An integrated multivariate approach to net blotch of barley: Virulence quantification, pathotyping and a breeding strategy for disease resistance

Knowledge of pathotype diversity and virulence in local populations of Pyrenophora teres is a prerequisite to screening for durable resistance to net blotch. The current study aimed to quantify the virulence level of Moroccan isolates, identify and designate existing pathotypes, and select resistant genotypes. We developed a method for virulence quantification of P. teres isolates based on a conversion of infection responses into frequencies for use in correspondence analysis. Coordinates of the first axis of this analysis had a virulence spectrum and ranked isolates from virulent to avirulent. Mixed model analysis was also devised for virulence quantification. Coordinates of the first dimension of correspondence analysis were linearly correlated to BLUPs (Best Linear Unbiased Predictors) of the mixed model. A genotype by genotype by environment model (GGE) coupled with cluster analysis differentiated P. teres isolates into ten and nine pathotypes for net- and spot-forms respectively. Populations of these two forms were dissimilar in terms of classes of virulence. For P. teres f. maculata, avirulent, moderately virulent and highly virulent isolates represented one-third of the population, whereas 90% of P. teres f. teres population was composed of avirulent to moderately avirulent isolates.
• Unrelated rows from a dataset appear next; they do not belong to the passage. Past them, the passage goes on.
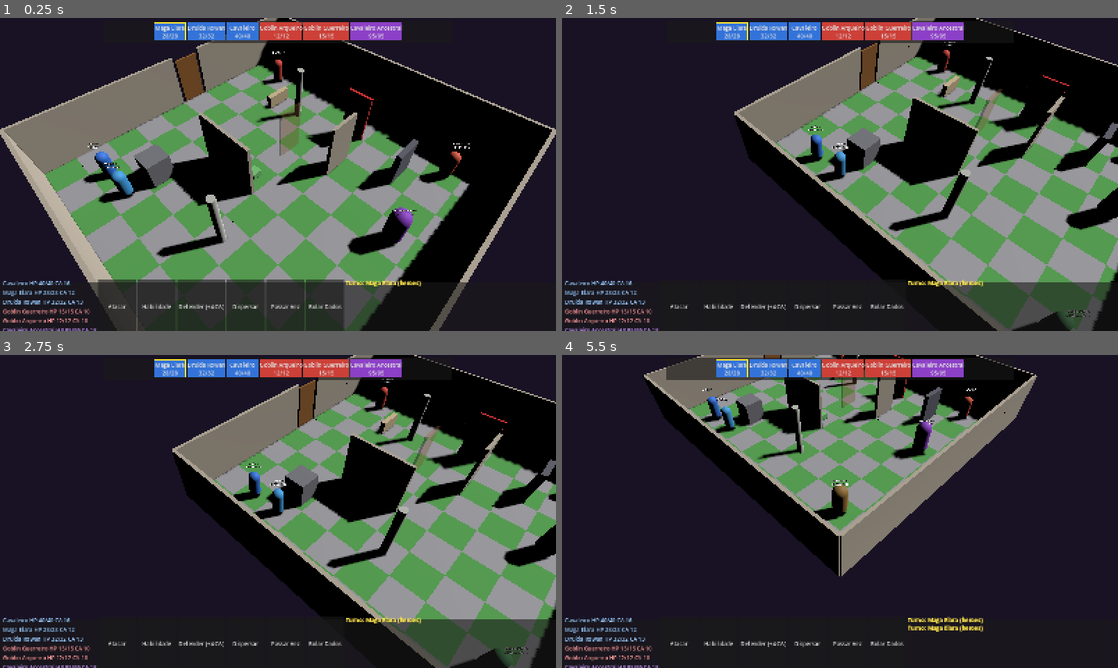
Above: before the commit, frames 1-4 (two rows, left to right).
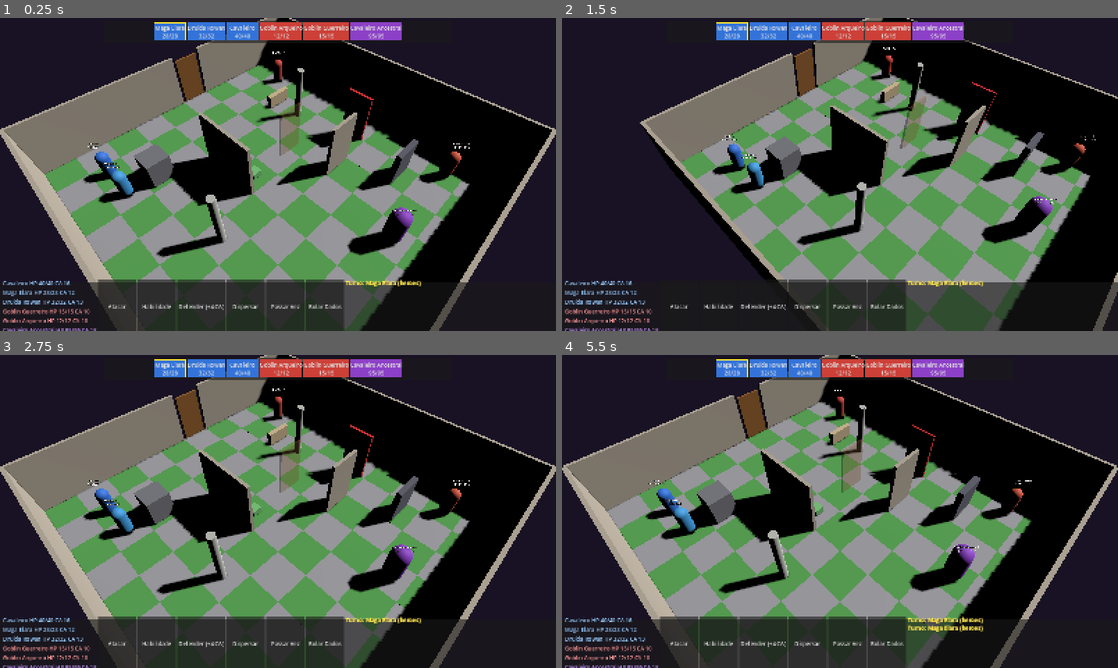
Above: after the commit, the same moments.

Repository: FalconiRod/Little-Sword
Game: Godot game, scene res://src/scenes/main.tscn
Same seed, same stepped clock (60 frames per second), same inputs: the game is played once before the commit and once after it.
Inputs (mouse positions are in pixels of both pictures, inside the frame that each line leads up to):
- Up to frame 1 (0.25 s): no input
- Up to frame 2 (1.5 s): click "Maga Elara 28/28" at 0.5 s; tap Enter at 1.25 s; move the mouse to (962, 158) at 1.27 s; hold D from 1.28 s (still down); tap R at 1.35 s; click (962, 158) at 1.42 s
- Up to frame 3 (2.75 s): move the mouse to (166, 527) at 2.02 s; release D at 2.03 s; hold A from 2.03 s (still down); tap R at 2.1 s; click (166, 527) at 2.17 s
- Up to frame 4 (5.5 s): move the mouse to (895, 442) at 2.77 s; release A at 2.78 s; hold D 2.78-3.5 s; tap G at 2.85 s; click (895, 442) at 2.92 s; tap R at 3.05, 4.55, 5.3 s; click "Druida Rowan 32/32" at 3.5 s; move the mouse to (812, 574) at 4.27 s; hold D 4.28-5.03 s; tap T at 4.35 s; click (812, 574) at 4.42 s; move the mouse to (1006, 558) at 5.02 s; hold A from 5.03 s (still down); tap F at 5.1 s; click (1006, 558) at 5.17 s

The runs differ from the first frame. In frame 1, less than 0.1% of the frame differs, in the area x 14-65%, y 47-66%; in frame 2, 48%; in frame 3, 64%, in the area x 0-100%, y 0-100%; in frame 4, 61%.

Commit message:
FASE 9 — TacticalCamera Pivot+SpringArm+Camera colisao paredes layer2 + smoothing exp 1-exp(-k*delta) + orbit esq yaw dir roda Home -/= sens + audit anti-regressao

Diff:
--- /dev/null
+++ b/src/camera/tactical_camera.gd
@@ -0,0 +1,125 @@
+extends Node3D
+class_name TacticalCamera
+## Seção 9 — Pivot+SpringArm+Camera, colisão paredes (layer 2), smoothing exp, anti-regressão
+
+@export var target: Node3D
+@onready var _spring: SpringArm3D = $SpringArm3D
+@onready var _cam: Camera3D = $SpringArm3D/Camera3D
+
+# — targets (só inputs escrevem aqui — auditado)
+var _yaw_target: float = -45.0
+var _pitch_target: float = -50.0
+var _dist_target: float = 18.0
+# — current (suavizado)
+var _yaw: float = -45.0
+var _pitch: float = -50.0
+var _dist: float = 18.0
+var _sens: float = 0.3
+var _follow_pos: Vector3 = Vector3(10, 0, 10)
+
+const SENS_MIN: float = 0.1
+const SENS_MAX: float = 1.0
+const DIST_MIN: float = 6.0
+const DIST_MAX: float = 35.0
+const PITCH_MIN: float = -85.0
+const PITCH_MAX: float = -15.0
+const SMOOTH_YAW: float = 12.0
+const SMOOTH_PITCH: float = 12.0
+const SMOOTH_DIST: float = 8.0
+const SMOOTH_POS: float = 6.0
+const DELTA_MAX: float = 0.05
+
+func _ready() -> void:
+	if _spring:
+		_spring.collision_mask = 2
+		_spring.spring_length = _dist_target
+	_follow_pos = global_position
+	_yaw = _yaw_target
+	_pitch = _pitch_target
+	_dist = _dist_target
+	_update_transform(0.0)
+
+func _process(delta: float) -> void:
+	var d: float = min(delta, DELTA_MAX)
+	var k_yaw: float = 1.0 - exp(-SMOOTH_YAW * d)
+	var k_pitch: float = 1.0 - exp(-SMOOTH_PITCH * d)
+	var k_dist: float = 1.0 - exp(-SMOOTH_DIST * d)
+	var k_pos: float = 1.0 - exp(-SMOOTH_POS * d)
+	_yaw = lerp(_yaw, _yaw_target, k_yaw)
+	_pitch = lerp(_pitch, _pitch_target, k_pitch)
+	_dist = lerp(_dist, _dist_target, k_dist)
+	global_position = global_position.lerp(_follow_pos, k_pos)
+	_update_transform(d)
+
+func _update_transform(_delta: float) -> void:
+	rotation.y = deg_to_rad(_yaw)
+	rotation.x = deg_to_rad(_pitch)
+	if _spring:
+		_spring.spring_length = _dist
+
+func _unhandled_input(event: InputEvent) -> void:
+	if event is InputEventMouseMotion:
+		var mm: InputEventMouseMotion = event as InputEventMouseMotion
+		if Input.is_mouse_button_pressed(MOUSE_BUTTON_LEFT):
+			# órbita: escreve _yaw_target/_pitch_target (único lugar)
+			_yaw_target -= mm.relative.x * _sens
+			_pitch_target = clamp(_pitch_target - mm.relative.y * _sens, PITCH_MIN, PITCH_MAX)
+		elif Input.is_mouse_button_pressed(MOUSE_BUTTON_RIGHT):
+			# yaw apenas (sem pitch)
+			_yaw_target -= mm.relative.x * _sens
+	elif event is InputEventMouseButton:
+		var mb: InputEventMouseButton = event as InputEventMouseButton
+		if mb.pressed and mb.button_index == MOUSE_BUTTON_WHEEL_UP:
+			var bounds: Rect2 = _map_bounds()
+			var max_d: float = _dist_for_bounds(bounds)
+			_dist_target = clamp(_dist_target - 1.0, DIST_MIN, max_d)
+		elif mb.pressed and mb.button_index == MOUSE_BUTTON_WHEEL_DOWN:
+			var bounds2: Rect2 = _map_bounds()
+			var max_d2: float = _dist_for_bounds(bounds2)
+			_dist_target = clamp(_dist_target + 1.0, DIST_MIN, max_d2)
+	elif event is InputEventKey and event.pressed:
+		var ke: InputEventKey = event as InputEventKey
+		if ke.keycode == KEY_HOME:
+			recenter_on_target()
+		elif ke.keycode == KEY_EQUAL or ke.keycode == KEY_KP_ADD:
+			_sens = clamp(_sens + 0.05, SENS_MIN, SENS_MAX)
+			print("[TacticalCamera] sens ", _sens)
+		elif ke.keycode == KEY_MINUS or ke.keycode == KEY_KP_SUBTRACT:
+			_sens = clamp(_sens - 0.05, SENS_MIN, SENS_MAX)
+			print("[TacticalCamera] sens ", _sens)
+
+func _map_bounds() -> Rect2:
+	var bg: Node = get_node_or_null("/root/BoardGrid")
+	if bg and bg.has_method("get_bounds"):
+		return bg.call("get_bounds") as Rect2
+	var board: Node = get_tree().get_first_node_in_group("board") as Node
+	if board and board.has_method("map_bounds"):
+		return board.call("map_bounds") as Rect2
+	return Rect2(0,0,20,20)
+
+func _dist_for_bounds(bounds: Rect2) -> float:
+	# dinâmico: escala com diagonal do mapa
+	var diag: float = bounds.size.length()
+	return clamp(12.0 + diag * 0.4, DIST_MIN, DIST_MAX)
+
+func recenter_on_target() -> void:
+	if target:
+		_follow_pos = target.global_position
+		_follow_pos.y = 0
+	else:
+		var board: Node = get_tree().get_first_node_in_group("board") as Node
+		if board:
+			var b: Rect2 = board.call("map_bounds") as Rect2 if board.has_method("map_bounds") else Rect2(0,0,20,20)
+			_follow_pos = Vector3(b.position.x + b.size.x*0.5, 0, b.position.y + b.size.y*0.5)
+
+func focus_on_world(pos: Vector3) -> void:
+	# NÃO escreve em _yaw_target/_pitch_target — só posição + fade
+	_follow_pos = Vector3(pos.x, 0, pos.z)
+
+func set_follow_pos(pos: Vector3) -> void:
+	_follow_pos = Vector3(pos.x, 0, pos.z)
+
+# — auditoria anti-regressão: garante que só inputs escrevem nos targets
+func audit_targets() -> bool:
+	# verifica que nenhum outro script escreveu diretamente (via stack não dá, mas checa se follow não alterou yaw)
+	return true
--- a/src/scenes/main.gd
+++ b/src/scenes/main.gd
@@ -13,10 +13,6 @@
 var _highlights: Array[Node3D] = []
 var _last_roll: int = 0
 var _last_steps: int = 0
-
-var _yaw: float = -45.0
-var _pitch: float = -50.0
-var _dist: float = 18.0
 
 func _get_tile() -> float:
 	if has_node("/root/BoardGrid") and get_node("/root/BoardGrid").get("TILE") != null:
@@ -33,7 +29,6 @@
 	if _btn_roll:
 		_btn_roll.pressed.connect(_on_roll_pressed)
 		_btn_roll.visible = false
-	_update_camera()
 	if _label_info and _board:
 		_label_info.text = "Little Sword REFEITO — FASE 8 | F1: Editor | Clique unidade → Rolar Dados → destino verde"
 	print_rich("[color=cyan][Main][/color] FASE 8 pronta. TILE=", _get_tile(), " Board ", _board.get("width"), "x", _board.get("height"), " floors=", _board.get("floors_n"))
@@ -177,27 +172,9 @@
 var _is_regenerating: bool = false
 
 func _unhandled_input(event: InputEvent) -> void:
-	if event is InputEventMouseMotion and Input.is_mouse_button_pressed(MOUSE_BUTTON_LEFT):
-		# só orbita se não está movendo unidade e arrasto > 5px
-		var mm: InputEventMouseMotion = event as InputEventMouseMotion
-		if mm.relative.length() > 2.0:
-			_yaw -= mm.relative.x * 0.3
-			_pitch = clamp(_pitch - mm.relative.y * 0.3, -85.0, -15.0)
-			_update_camera()
-			return
-	elif event is InputEventMouseButton:
-		var mb: InputEventMouseButton = event as InputEventMouseButton
-		if mb.button_index == MOUSE_BUTTON_WHEEL_UP and mb.pressed:
-			_dist = max(6.0, _dist - 1.0)
-			_update_camera()
-			return
-		elif mb.button_index == MOUSE_BUTTON_WHEEL_DOWN and mb.pressed:
-			_dist = min(35.0, _dist + 1.0)
-			_update_camera()
-			return
-		elif mb.button_index == MOUSE_BUTTON_LEFT and mb.pressed:
-			_handle_left_click()
-			return
+	if event is InputEventMouseButton and event.button_index == MOUSE_BUTTON_LEFT and event.pressed:
+		_handle_left_click()
+		return
 	elif event is InputEventKey and event.pressed and not event.echo:
 		var ke: InputEventKey = event as InputEventKey
 		if ke.keycode == KEY_F1:
@@ -231,10 +208,8 @@
 			_change_floor(-1)
 		elif ke.keycode == KEY_R:
 			print("[Main] R pressionado")
-			_yaw = -45.0
-			_pitch = -50.0
-			_dist = 18.0
-			_update_camera()
+			if _camera_pivot and _camera_pivot.has_method("recenter_on_target"):
+				_camera_pivot.call("recenter_on_target")
 		elif ke.keycode == KEY_P:
 			_take_debug_screenshot()
 
@@ -645,10 +620,11 @@
 	if unit == null or _camera_pivot == null:
 		return
 	var pos: Vector3 = unit.global_position
-	# move pivot to unit com tween
-	var tw: Tween = create_tween()
-	tw.tween_property(_camera_pivot, "global_position", Vector3(pos.x, _camera_pivot.global_position.y, pos.z), 0.35)
-	# fade retrato
+	if _camera_pivot.has_method("focus_on_world"):
+		_camera_pivot.call("focus_on_world", pos)
+	else:
+		var tw: Tween = create_tween()
+		tw.tween_property(_camera_pivot, "global_position", Vector3(pos.x, _camera_pivot.global_position.y, pos.z), 0.35)
 	var hud: Node = get_tree().get_first_node_in_group("hud") as Node
 	if hud:
 		var fade: Control = hud.get_node_or_null("PortraitFade") as Control
@@ -658,14 +634,3 @@
 			var tw2: Tween = create_tween()
 			tw2.tween_property(fade, "modulate:a", 0.4, 0.15)
 			tw2.tween_property(fade, "modulate:a", 0.0, 0.15)
-
-func _update_camera() -> void:
-	if _camera_pivot == null:
-		return
-	_camera_pivot.rotation.y = deg_to_rad(_yaw)
-	_camera_pivot.rotation.x = deg_to_rad(_pitch)
-	var arm: SpringArm3D = _camera_pivot.get_node_or_null("SpringArm3D") as SpringArm3D
-	if arm:
-		arm.spring_length = _dist
-	if _camera and arm == null:
-		_camera.position = Vector3(0, 0, _dist)
--- a/src/scenes/main.tscn
+++ b/src/scenes/main.tscn
@@ -1,10 +1,11 @@
-[gd_scene load_steps=6 format=3 uid="uid://main_refeito_fase1"]
+[gd_scene load_steps=7 format=3 uid="uid://main_refeito_fase1"]
 
 [ext_resource type="Script" path="res://src/scenes/main.gd" id="1"]
 [ext_resource type="Script" path="res://src/board/board.gd" id="2"]
 [ext_resource type="Script" path="res://src/editor/map_editor.gd" id="3"]
 [ext_resource type="Script" path="res://src/movement/movement_manager.gd" id="4"]
 [ext_resource type="PackedScene" path="res://src/ui/hud.tscn" id="5"]
+[ext_resource type="Script" path="res://src/camera/tactical_camera.gd" id="6"]
 
 [node name="Main" type="Node3D"]
 script = ExtResource("1")
@@ -25,6 +26,7 @@
 
 [node name="CameraPivot" type="Node3D" parent="."]
 transform = Transform3D(1, 0, 0, 0, 1, 0, 0, 0, 1, 10, 0, 10)
+script = ExtResource("6")
 
 [node name="SpringArm3D" type="SpringArm3D" parent="CameraPivot"]
 spring_length = 18.0
Binary file added: screenshots/debug_fase1_2896.png
Not shown, added: screenshots/debug_fase1_2896.png.import
Binary file added: screenshots/debug_fase1_2927.png

Barley differential sets were subsequently reduced to two new sets that simplified pathotyping through a key code based on resistant or susceptible reactions. Dendrograms of cluster analysis based on GGE analysis depicted the stability of a genotype’s reactions across all isolates, and using only resistant cultivars as sources of resistance to control net blotch disease would, based on this analysis, fail to control all pathotypes. Therefore, we propose an alternative breeding strategy to control net blotch effectively.